What If The Atmosphere Caught on Fire?
Imagine for a moment your standing in the middle of the Jornada del Muerto desert in New Mexico. It’s July 16th 1945, at the height of World War 2. Robert Oppenheimer must be standing out here somewhere in the cold night. He must be anxious. The clock is counting down to the explosion of Trinity, the first atomic bomb. What if all of this work is for nothing, and the device fails to detonate at all? Worse, what if it does work? What if the Trinity device heats the nitrogen atoms in the atmosphere to fusion temperatures? The explosion could incinerate the Earth.

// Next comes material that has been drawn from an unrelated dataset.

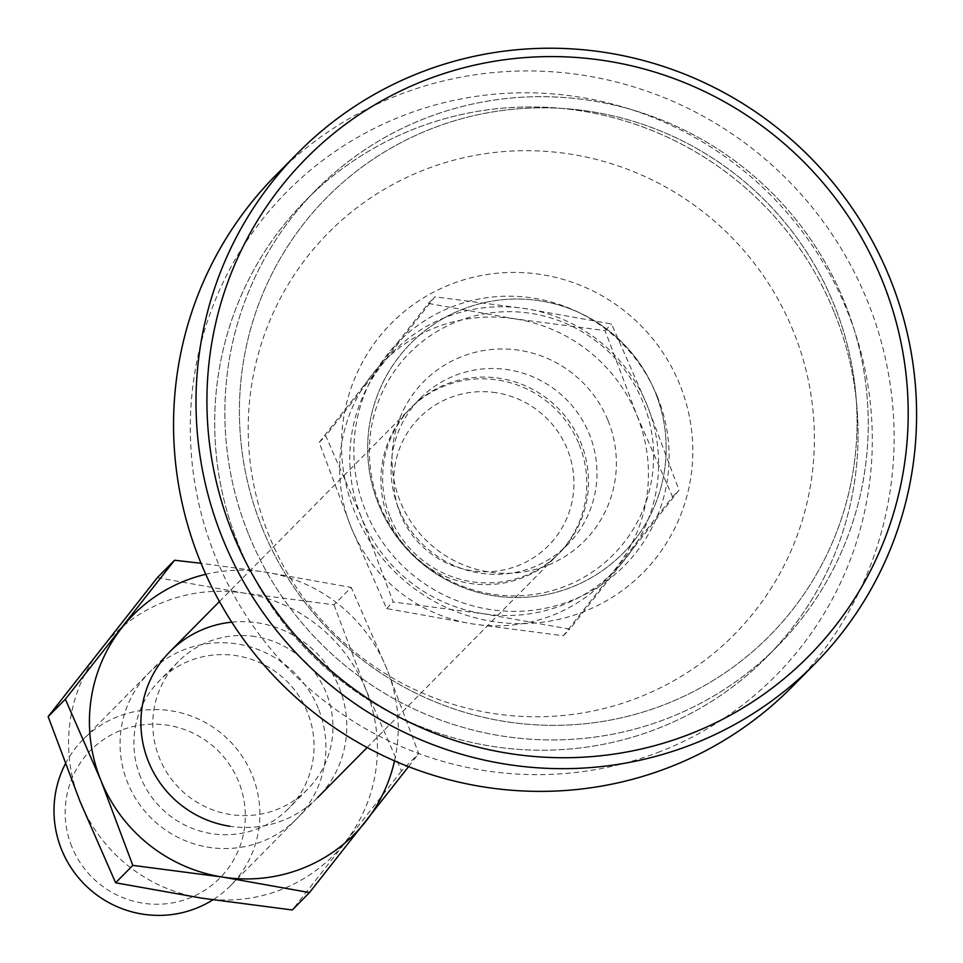 <?xml version="1.0" encoding="UTF-8"?>
<svg xmlns="http://www.w3.org/2000/svg" width="963" height="963" viewBox="0 0 963 963"><rect width="100%" height="100%" fill="white"/><g stroke="black" fill="none" stroke-linecap="round" stroke-linejoin="round"><path stroke-width="0.72" stroke-dasharray="4.82 3.61" d="M262.381 528.398A311.494 306.078 44.7 0 0 665.108 704.398A311.494 306.078 44.7 0 0 834.102 304.777A311.494 306.078 44.7 0 0 431.376 128.777A311.494 306.078 44.7 0 0 262.381 528.398A311.494 306.078 44.7 0 0 665.108 704.398A311.494 306.078 44.7 0 0 834.102 304.777A311.494 306.078 44.7 0 0 431.376 128.777A311.494 306.078 44.7 0 0 262.381 528.398M248.779 534.778A324.471 318.825 44.7 0 0 777.322 646.402A324.471 318.825 44.7 0 0 844.322 301.828A324.471 318.825 44.7 0 0 315.792 190.205A324.471 318.825 44.7 0 0 248.779 534.778A324.471 318.825 44.7 0 0 777.322 646.402A324.471 318.825 44.7 0 0 844.322 301.828A324.471 318.825 44.7 0 0 315.792 190.205A324.471 318.825 44.7 0 0 248.779 534.778M834.163 312.108A324.471 318.825 44.7 0 0 305.62 200.485A324.471 318.825 44.7 0 0 238.619 545.058A324.471 318.825 44.7 0 0 767.162 656.682A324.471 318.825 44.7 0 0 834.163 312.108A324.471 318.825 44.7 0 0 305.62 200.485A324.471 318.825 44.7 0 0 238.619 545.058A324.471 318.825 44.7 0 0 767.162 656.682A324.471 318.825 44.7 0 0 834.163 312.108M679.746 384.442A177.156 174.086 44.7 0 0 450.696 284.35A177.156 174.086 44.7 0 0 354.577 511.63A177.156 174.086 44.7 0 0 583.626 611.722A177.156 174.086 44.7 0 0 679.746 384.442M657.392 396.708A158.991 156.223 44.7 0 0 451.84 306.872A158.991 156.223 44.7 0 0 365.579 510.847A158.991 156.223 44.7 0 0 571.143 600.683A158.991 156.223 44.7 0 0 657.392 396.708M379.928 505.238A143.367 140.875 44.7 0 0 565.269 586.238A143.367 140.875 44.7 0 0 643.055 402.317A143.367 140.875 44.7 0 0 457.702 321.317A143.367 140.875 44.7 0 0 379.928 505.238M71.864 846.802A90.847 89.27 -135.3 0 1 121.157 730.255A90.847 89.27 -135.3 0 1 238.619 781.583A90.847 89.27 -135.3 0 1 189.326 898.142A90.847 89.27 -135.3 0 1 71.864 846.802M65.34 763.912A103.835 102.03 -135.3 0 1 83.095 739.488A103.835 102.03 -135.3 0 1 252.222 775.215A103.835 102.03 -135.3 0 1 230.783 885.466A103.835 102.03 -135.3 0 1 212.883 899.839M398.754 508.705A103.835 102.03 44.7 0 0 567.881 544.42A103.835 102.03 44.7 0 0 589.332 434.157A103.835 102.03 44.7 0 0 420.193 398.441A103.835 102.03 44.7 0 0 398.754 508.705M390.28 517.275A103.835 102.03 44.7 0 0 471.665 581.712A103.835 102.03 44.7 0 0 559.419 552.991A103.835 102.03 44.7 0 0 580.858 442.727A103.835 102.03 44.7 0 0 499.472 378.278A103.835 102.03 44.7 0 0 411.719 407.012A103.835 102.03 44.7 0 0 390.28 517.275M608.038 420.53A113.153 111.178 -135.3 0 1 546.659 565.69A113.153 111.178 -135.3 0 1 400.367 501.759A113.153 111.178 -135.3 0 1 461.759 356.599A113.153 111.178 -135.3 0 1 608.038 420.53M579.16 444.437A103.835 102.03 -135.3 0 1 557.721 554.7A103.835 102.03 -135.3 0 1 388.595 518.985A103.835 102.03 -135.3 0 1 410.033 408.721A103.835 102.03 -135.3 0 1 497.787 380A103.835 102.03 -135.3 0 1 579.16 444.437M496.041 392.711A90.847 89.27 44.7 0 0 394.625 467.982A90.847 89.27 44.7 0 0 471.701 570.722A90.847 89.27 44.7 0 0 573.129 495.439A90.847 89.27 44.7 0 0 496.041 392.711M319.186 442.414L428.379 303.429L514.904 318.849L605.053 330.598L636.964 415.522L672.523 496.764L563.331 635.761L473.182 624.012L386.657 608.58L351.11 527.339L319.186 442.414L325.723 435.806L361.269 517.059L393.193 601.971L483.342 613.72L569.855 629.152L679.059 490.155L647.136 405.242L611.577 323.989L525.064 308.569L434.915 296.821L325.723 435.806M386.657 608.58L393.193 601.971M428.379 303.429L434.915 296.821M605.053 330.598L611.577 323.989M672.523 496.764L679.059 490.155M563.331 635.761L569.855 629.152M636.964 415.522A155.741 153.033 -135.3 0 1 616.103 568.098A155.741 153.033 -135.3 0 1 473.182 624.012A155.741 153.033 -135.3 0 1 351.11 527.339A155.741 153.033 -135.3 0 1 371.971 374.763A155.741 153.033 -135.3 0 1 514.904 318.849A155.741 153.033 -135.3 0 1 636.964 415.522M361.269 517.059A155.741 153.033 -135.3 0 1 382.13 364.471A155.741 153.033 -135.3 0 1 525.064 308.569A155.741 153.033 -135.3 0 1 647.136 405.242A155.741 153.033 -135.3 0 1 626.275 557.818A155.741 153.033 -135.3 0 1 483.342 613.72A155.741 153.033 -135.3 0 1 361.269 517.059M140.598 777.261A90.847 89.27 -135.3 0 1 159.364 680.781A90.847 89.27 -135.3 0 1 307.353 712.042A90.847 89.27 -135.3 0 1 288.599 808.523A90.847 89.27 -135.3 0 1 140.598 777.261M255.026 636.543A90.847 89.27 44.7 0 0 178.239 661.689A90.847 89.27 44.7 0 0 159.485 758.158A90.847 89.27 44.7 0 0 230.687 814.554A90.847 89.27 44.7 0 0 307.474 789.419A90.847 89.27 44.7 0 0 326.24 692.939A90.847 89.27 44.7 0 0 255.026 636.543M318.284 708.371A103.835 102.03 44.7 0 0 184.041 649.712A103.835 102.03 44.7 0 0 127.718 782.907A103.835 102.03 44.7 0 0 261.96 841.578A103.835 102.03 44.7 0 0 318.284 708.371M231.77 622.158A103.835 102.03 -135.3 0 1 257.747 622.844A103.835 102.03 -135.3 0 1 345.837 740.258A103.835 102.03 -135.3 0 1 229.928 826.278M157.342 577.644L243.856 593.064L334.017 604.812L351.218 587.406L264.693 571.986L201.038 563.295M334.017 604.812L365.928 689.737L401.487 770.978L418.688 753.572L386.765 668.659L351.218 587.406M401.487 770.978L292.295 909.975M408.553 766.644L418.688 753.572M365.928 689.737A155.741 153.033 44.7 0 0 243.856 593.064A155.741 153.033 44.7 0 0 100.934 648.966A155.741 153.033 44.7 0 0 80.073 801.553A155.741 153.033 44.7 0 0 202.146 898.214A155.741 153.033 44.7 0 0 345.067 842.312A155.741 153.033 44.7 0 0 365.928 689.737M394.529 760.866A155.741 153.033 44.7 0 0 386.765 668.659A155.741 153.033 44.7 0 0 264.693 571.986A155.741 153.033 44.7 0 0 205.781 574.297M792.308 686.619A363.412 357.092 44.7 0 0 867.35 300.709A363.412 357.092 44.7 0 0 397.502 95.385A363.412 357.092 44.7 0 0 275.394 175.687M793.343 331.236A285.529 280.57 44.7 0 0 424.177 169.897A285.529 280.57 44.7 0 0 269.267 536.222A285.529 280.57 44.7 0 0 638.433 697.549A285.529 280.57 44.7 0 0 793.343 331.236M660.353 751.513A343.935 337.953 -135.3 0 1 215.664 557.18A343.935 337.953 -135.3 0 1 402.269 115.933A343.935 337.953 -135.3 0 1 846.946 310.267A343.935 337.953 -135.3 0 1 660.353 751.513M315.792 190.205L305.62 200.485L315.792 190.205M378.615 504.443A149.253 149.253 0 0 0 573.057 586.587A149.253 149.253 0 0 0 655.201 392.134A149.253 149.253 0 0 0 460.759 310.002A149.253 149.253 0 0 0 378.615 504.443A149.253 149.253 0 0 0 573.057 586.587A149.253 149.253 0 0 0 655.201 392.134A149.253 149.253 0 0 0 460.759 310.002A149.253 149.253 0 0 0 378.615 504.443M777.322 646.402L767.162 656.682L777.322 646.402M559.419 552.991L567.881 544.42M230.783 885.466L317.682 797.557M367.132 747.529L557.721 554.7M83.095 739.488L169.994 651.566M219.444 601.538L410.033 408.721M411.719 407.012L420.193 398.441M178.239 661.689L159.364 680.781M307.474 789.419L288.599 808.523"/><path stroke-width="1.44" d="M212.883 899.839A103.835 102.03 -135.3 0 1 61.644 849.751A103.835 102.03 -135.3 0 1 65.34 763.912M229.928 826.278A103.835 102.03 -135.3 0 1 140.899 721.829A103.835 102.03 -135.3 0 1 231.77 622.158M309.496 892.569L292.295 909.975L202.146 898.214L115.62 882.794L132.822 865.388L222.983 877.137L309.496 892.569L408.553 766.644M115.62 882.794L80.073 801.553L48.15 716.628L157.342 577.644L174.544 560.237L65.352 699.222L100.91 780.463L132.822 865.388M48.15 716.628L65.352 699.222M201.038 563.295L174.544 560.237M205.781 574.297A155.741 153.033 44.7 0 0 121.771 627.888A155.741 153.033 44.7 0 0 100.91 780.463A155.741 153.033 44.7 0 0 222.983 877.137A155.741 153.033 44.7 0 0 365.904 821.234A155.741 153.033 44.7 0 0 394.529 760.866M222.79 538.895A363.412 357.092 -135.3 0 1 297.832 152.985A363.412 357.092 -135.3 0 1 419.952 72.67A363.412 357.092 -135.3 0 1 889.8 277.994A363.412 357.092 -135.3 0 1 814.758 663.916A363.412 357.092 -135.3 0 1 692.638 744.218A363.412 357.092 -135.3 0 1 222.79 538.895M297.832 152.985L275.394 175.687A363.412 357.092 44.7 0 0 200.34 561.598A363.412 357.092 44.7 0 0 670.188 766.933A363.412 357.092 44.7 0 0 792.308 686.619L814.758 663.916M690.254 733.938A353.674 347.523 44.7 0 0 882.132 280.209A353.674 347.523 44.7 0 0 424.876 80.374A353.674 347.523 44.7 0 0 232.998 534.116A353.674 347.523 44.7 0 0 690.254 733.938M317.682 797.557L367.132 747.529M169.994 651.566L219.444 601.538"/></g></svg>

The clock ticks to zero, firing the high explosives in the Gadget. The shock waves converge on the plutonium, squeezing the core into a supercritical state. A stray neutron splits a plutonium atom, releasing more neutrons and energy. The reaction grows exponentially, liberating vast sums of energy and heating the air into an incandescent fireball that rises above the barren landscape like the sun.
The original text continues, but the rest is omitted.